Rediscovering Patents (Part 2 of 2)

What is a patent?

Some describe it as being similar to real property, because it is a negative right or a “right to exclude” (you can read more on this topic here:

Others describe it as being different from real property, because it is an intangible asset.  An intangible asset is typically juxtaposed to a tangible asset (e.g., real property–a house, land).

But merely describing a patent as a negative right or not being tangible fails to answer the question–these answers only describe what a patent is not.

So, what is a patent?

To answer this question, let’s consider (1) the purpose of a patent, and (2) how a patent achieves that purpose.

In this post, we’ll be discussing (2) how a patent achieves its intended purpose.

If a patent’s purpose is to embody or capture the essence of a discovery, how does it exactly do that?

A patent does so by (1) qualifying that discovery into a (2) property right.

(2) Property Right

Looking at (2) first, a patent is a property right–an inventor owns her discovery via the issued patent.  You can read more about property rights here:

More specifically, a patent’s property right is carved out by its claimed subject matter, typically referred to as its “claims.”  Every U.S. issued patent lists one or more claims at the very end of it.

What is a claim?

A claim is a sentence that describes the what and how regarding a discovery.  When reading a claim, you should be able to answer what is the discovery (typically a product or process) and how it works.

Hence, a patent’s claims is the inventor’s property right to her discovery.

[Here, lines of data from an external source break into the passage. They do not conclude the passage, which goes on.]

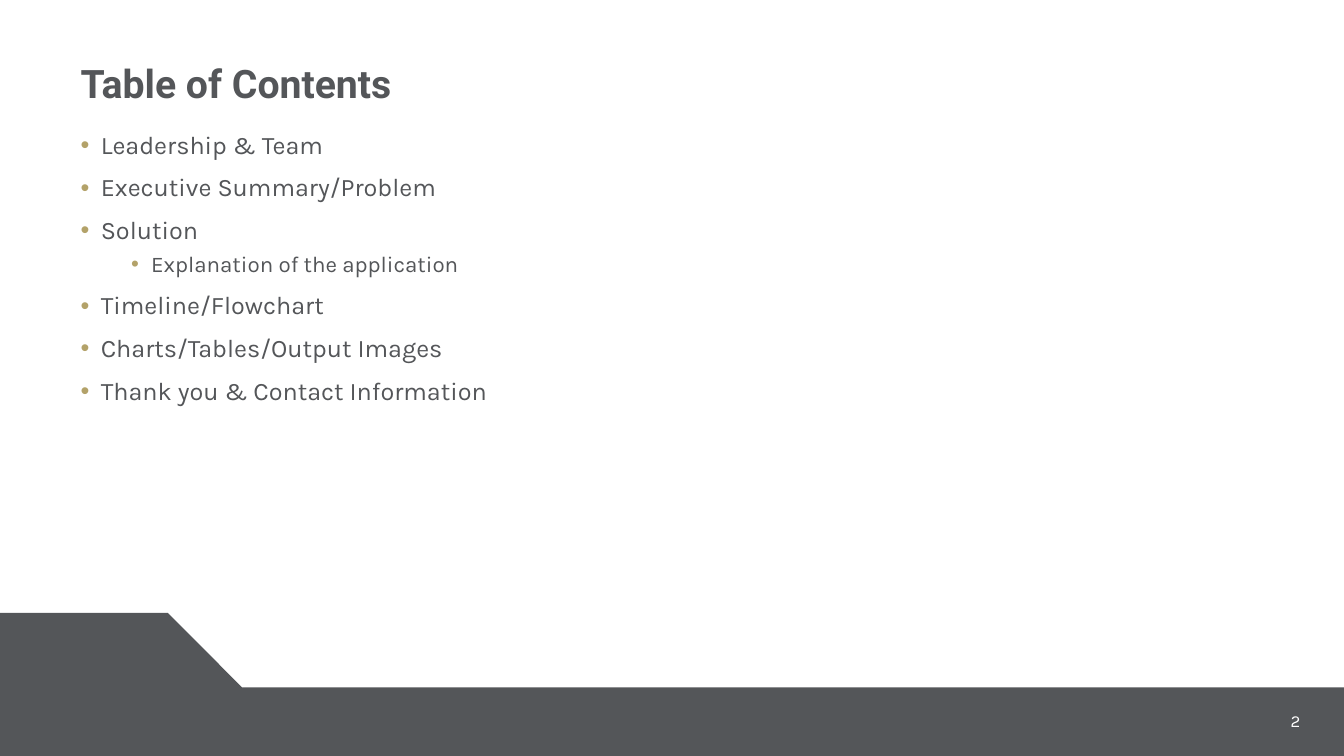
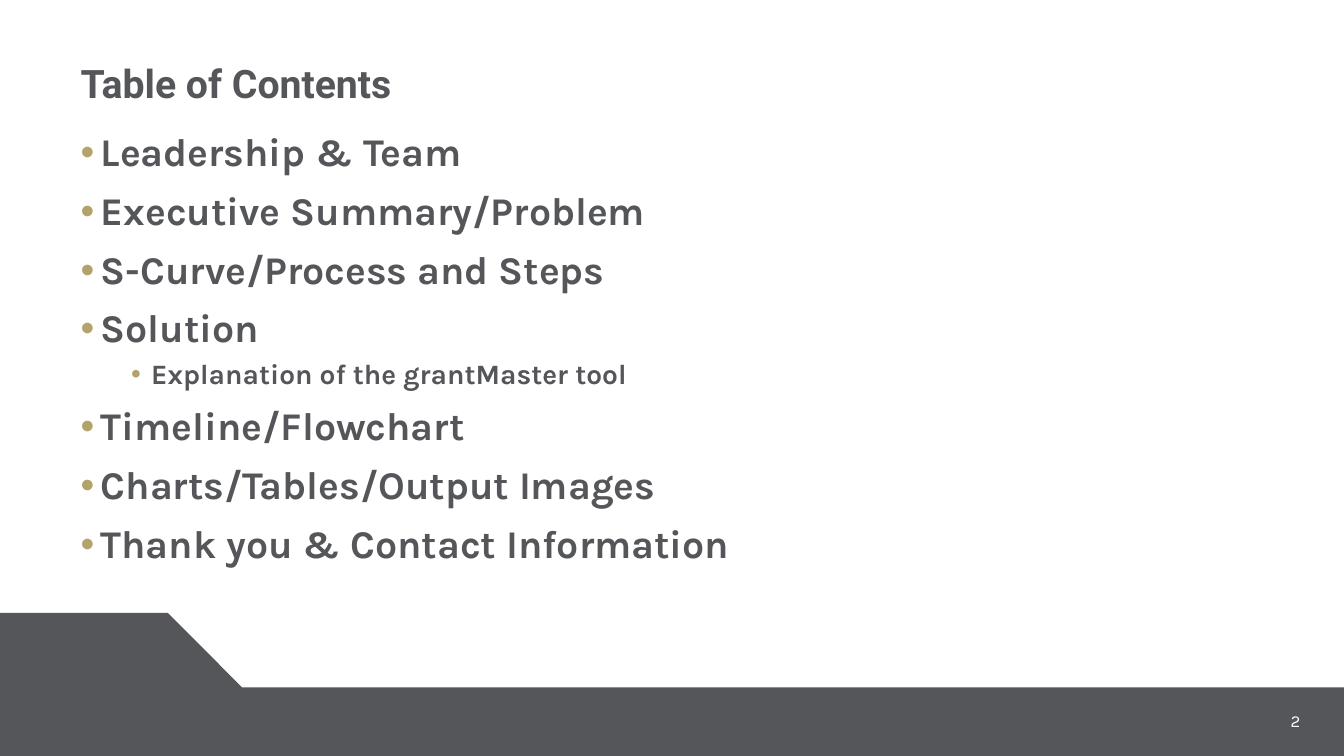
Before and after one commit to mauracarter-statistics/Code-A-Thon, a slide deck: slide 2 of slides_grant_master_cpcc.pptx. Drawn at 1344x756 pixels with LibreOffice and Linux fonts; fonts in the diff are those of the drawing; background and template pictures are left out. Boxes give left, top, right and bottom in pixels: in the first picture for what was removed or moved away, otherwise in the second. Text is boxed around its words. In the diff, an @@ line names an element or a change of style, - is before the commit and + after.

Commit message:
executive summary
explanation of the problem

```diff
--- a/slides_grant_master_cpcc.pptx
+++ b/slides_grant_master_cpcc.pptx
@@ text at [101,138,729,568]: size 18 to 28 pt, bold on in "Leadership & Team", "Executive Summary/Problem", "Solution", "Timeline/Flowchart" and 2 more places @@
@@ text at [101,255,605,294]: paragraph added @@
+• S-Curve/Process and Steps
@@ text at [151,364,626,391]: text changed; size 16 to 20 pt; bold on @@
-  • Explanation of the application
+  • Explanation of the grantMaster tool
```
Also in this commit, not shown: 2 other slides changed, 1 slide added.

(2) Qualifying a Discovery

Before the government issues an inventor a property right (i.e., claim) to her discovery, the government examiner first makes a determination re what portion of the discovery is actually patentable (I’ll be describing this process in other posts).

All discoveries are built upon the foundation of prior discoveries.  It is the examiner’s job to determine the scope of your discovery and carve that out specifically for you.

As an example, if you invent a new sole for a shoe based on nano-fiber technology to provide extra comfort and durability, you may be issued a claim to that new sole (e.g., its material, shape), but you can’t have a claim to the shoe or concept-of-a-sole itself–these was already known to the public and in use long before the discovery of the new sole (we’ll go into more specifics re patentability in other posts).

Hence, every claim issued by the government is a calculated attempt to carve out discoveries already known to the public and those actually invented by the inventor.